--- TASK MATERIAL Enclosed Below ---

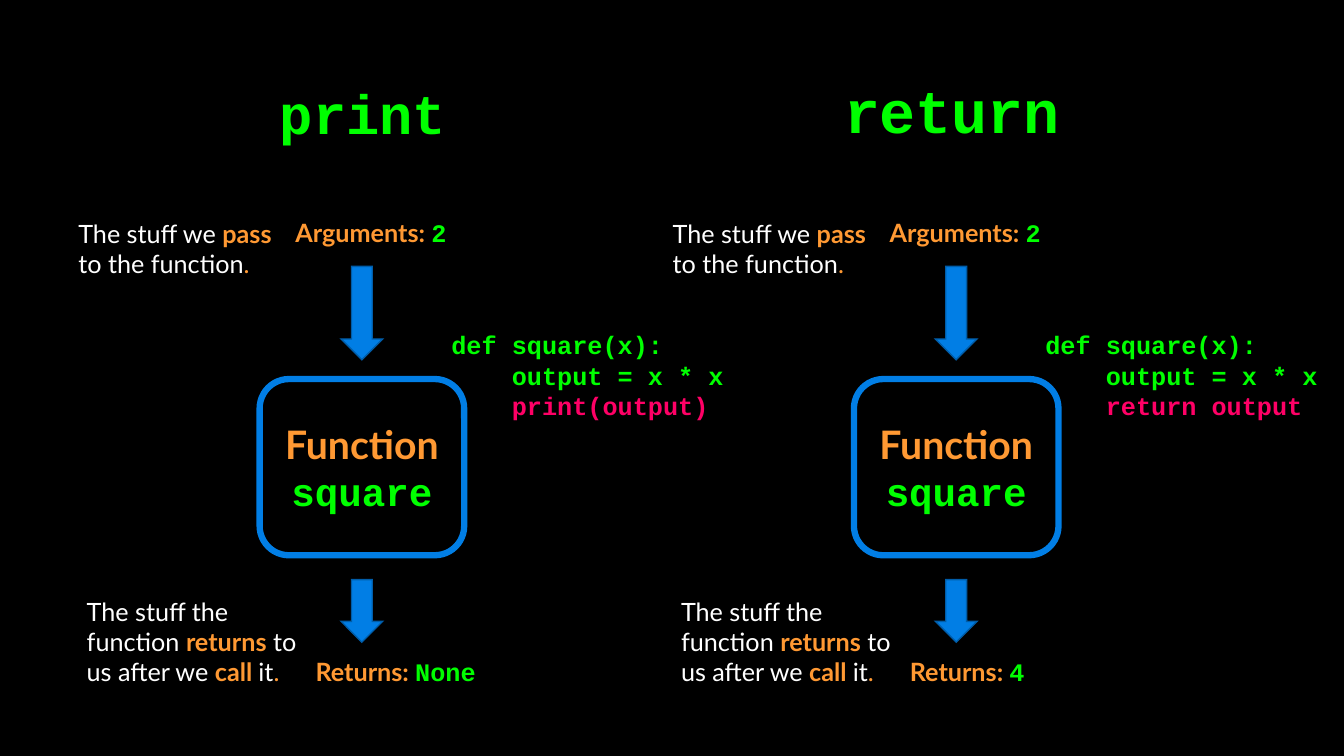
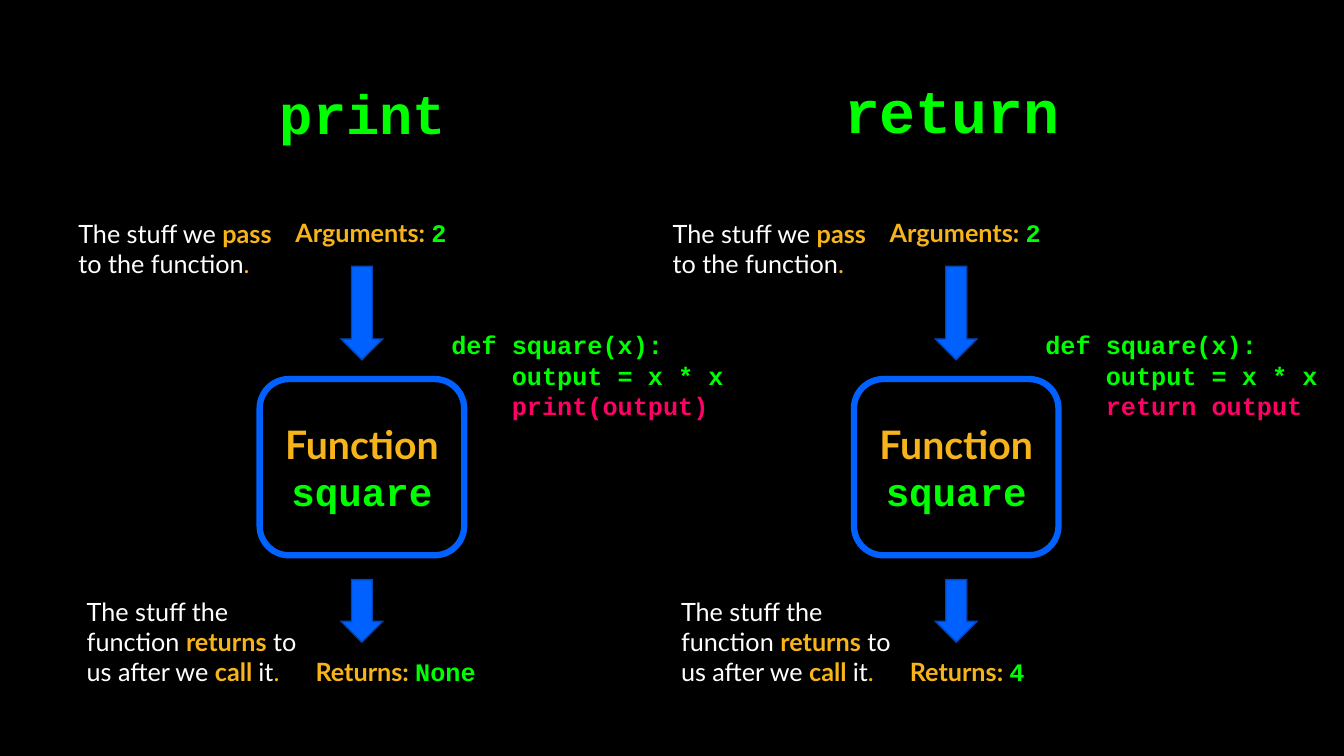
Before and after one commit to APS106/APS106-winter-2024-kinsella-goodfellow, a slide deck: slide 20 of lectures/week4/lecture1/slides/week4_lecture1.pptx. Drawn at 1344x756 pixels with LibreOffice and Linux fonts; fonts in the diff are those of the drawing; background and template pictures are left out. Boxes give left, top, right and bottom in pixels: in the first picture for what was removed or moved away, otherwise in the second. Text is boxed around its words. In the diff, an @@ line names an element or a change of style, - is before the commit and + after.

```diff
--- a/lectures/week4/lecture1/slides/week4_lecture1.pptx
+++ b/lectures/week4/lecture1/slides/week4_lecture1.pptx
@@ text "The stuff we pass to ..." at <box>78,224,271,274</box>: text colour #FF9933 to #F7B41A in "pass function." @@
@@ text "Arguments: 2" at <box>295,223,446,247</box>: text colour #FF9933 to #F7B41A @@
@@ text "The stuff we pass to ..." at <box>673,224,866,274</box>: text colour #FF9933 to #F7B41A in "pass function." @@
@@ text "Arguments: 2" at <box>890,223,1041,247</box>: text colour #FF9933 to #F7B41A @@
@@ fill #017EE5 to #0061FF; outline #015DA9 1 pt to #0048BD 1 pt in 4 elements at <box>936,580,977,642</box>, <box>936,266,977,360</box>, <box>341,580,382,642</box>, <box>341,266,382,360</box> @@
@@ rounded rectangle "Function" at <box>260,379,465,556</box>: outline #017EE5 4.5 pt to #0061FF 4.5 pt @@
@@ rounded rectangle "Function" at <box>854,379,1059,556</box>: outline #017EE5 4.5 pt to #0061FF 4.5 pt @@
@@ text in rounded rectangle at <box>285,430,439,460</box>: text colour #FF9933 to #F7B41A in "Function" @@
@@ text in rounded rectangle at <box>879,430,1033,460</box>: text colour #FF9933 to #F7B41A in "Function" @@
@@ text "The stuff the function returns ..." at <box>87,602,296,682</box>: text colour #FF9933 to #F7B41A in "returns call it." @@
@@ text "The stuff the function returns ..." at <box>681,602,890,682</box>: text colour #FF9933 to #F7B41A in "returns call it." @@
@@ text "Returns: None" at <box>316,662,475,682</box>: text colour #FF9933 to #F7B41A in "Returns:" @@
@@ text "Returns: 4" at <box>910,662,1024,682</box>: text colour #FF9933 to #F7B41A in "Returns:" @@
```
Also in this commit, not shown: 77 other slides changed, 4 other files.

--- End of Enclosed TASK MATERIAL ---
--- TASK MATERIAL Enclosed Below ---

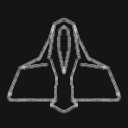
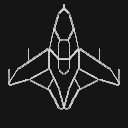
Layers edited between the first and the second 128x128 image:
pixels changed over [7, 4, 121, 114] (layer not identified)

--- End of Enclosed TASK MATERIAL ---
--- TASK MATERIAL Enclosed Below ---

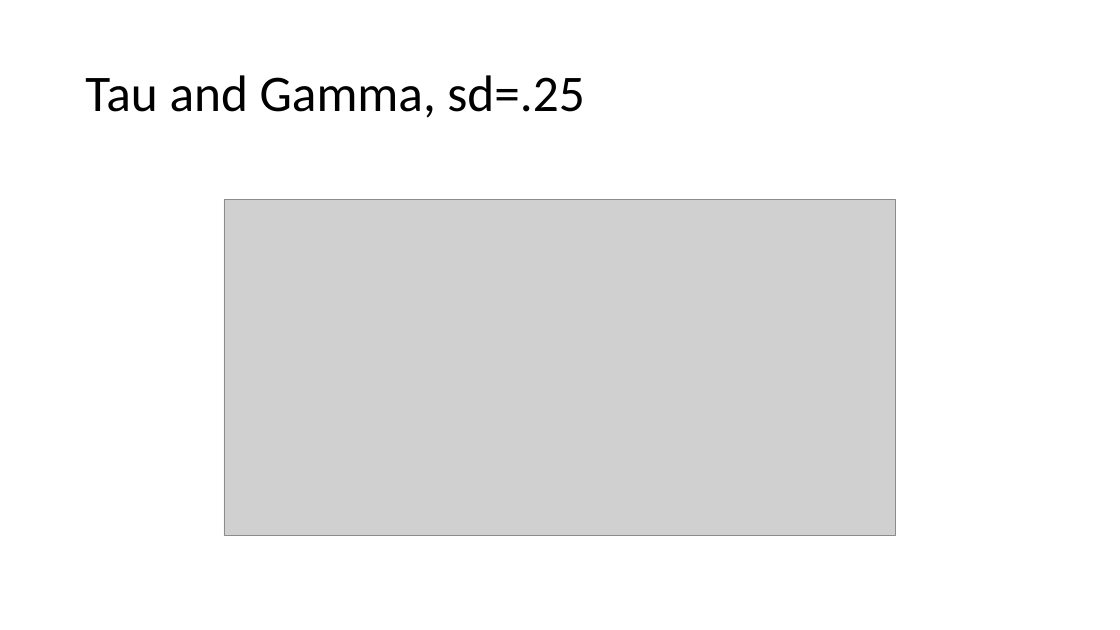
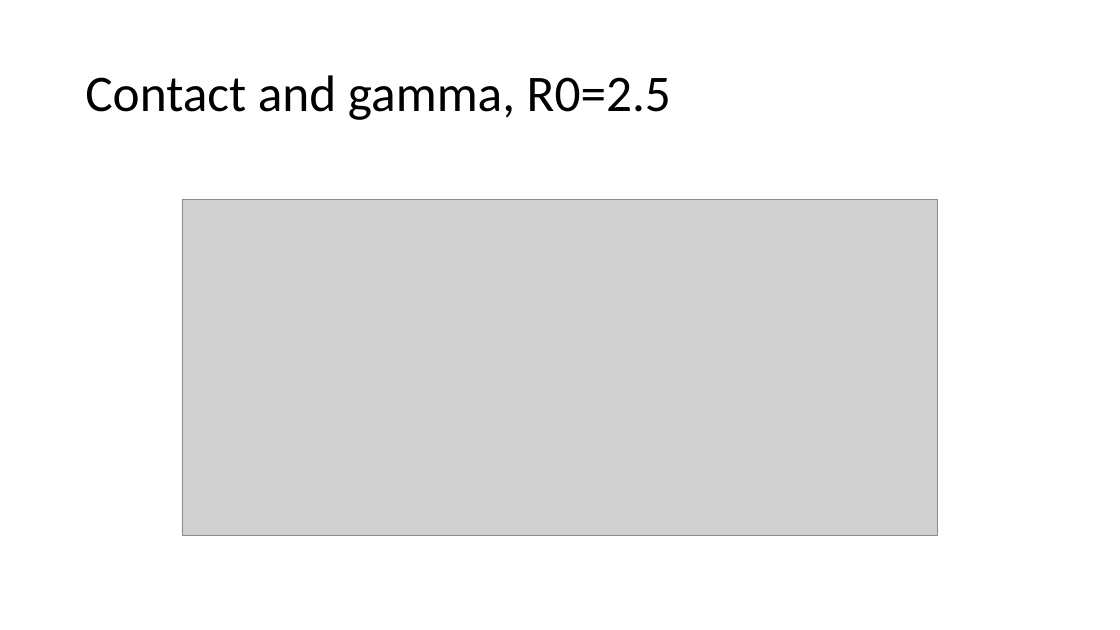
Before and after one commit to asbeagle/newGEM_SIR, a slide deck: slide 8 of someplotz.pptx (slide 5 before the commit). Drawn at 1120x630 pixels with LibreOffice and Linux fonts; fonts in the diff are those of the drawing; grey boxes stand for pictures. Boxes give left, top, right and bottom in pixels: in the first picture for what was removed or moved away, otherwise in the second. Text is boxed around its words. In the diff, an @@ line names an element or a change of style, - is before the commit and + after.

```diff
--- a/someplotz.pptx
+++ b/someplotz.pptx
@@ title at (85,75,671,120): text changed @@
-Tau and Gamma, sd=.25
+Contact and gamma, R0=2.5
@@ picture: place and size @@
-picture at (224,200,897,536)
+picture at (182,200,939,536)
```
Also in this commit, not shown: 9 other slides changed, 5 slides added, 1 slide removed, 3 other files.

--- End of Enclosed TASK MATERIAL ---

Would you count the lines in the data that contain the word "files" and state only the number?

[TASK ANSWER]
2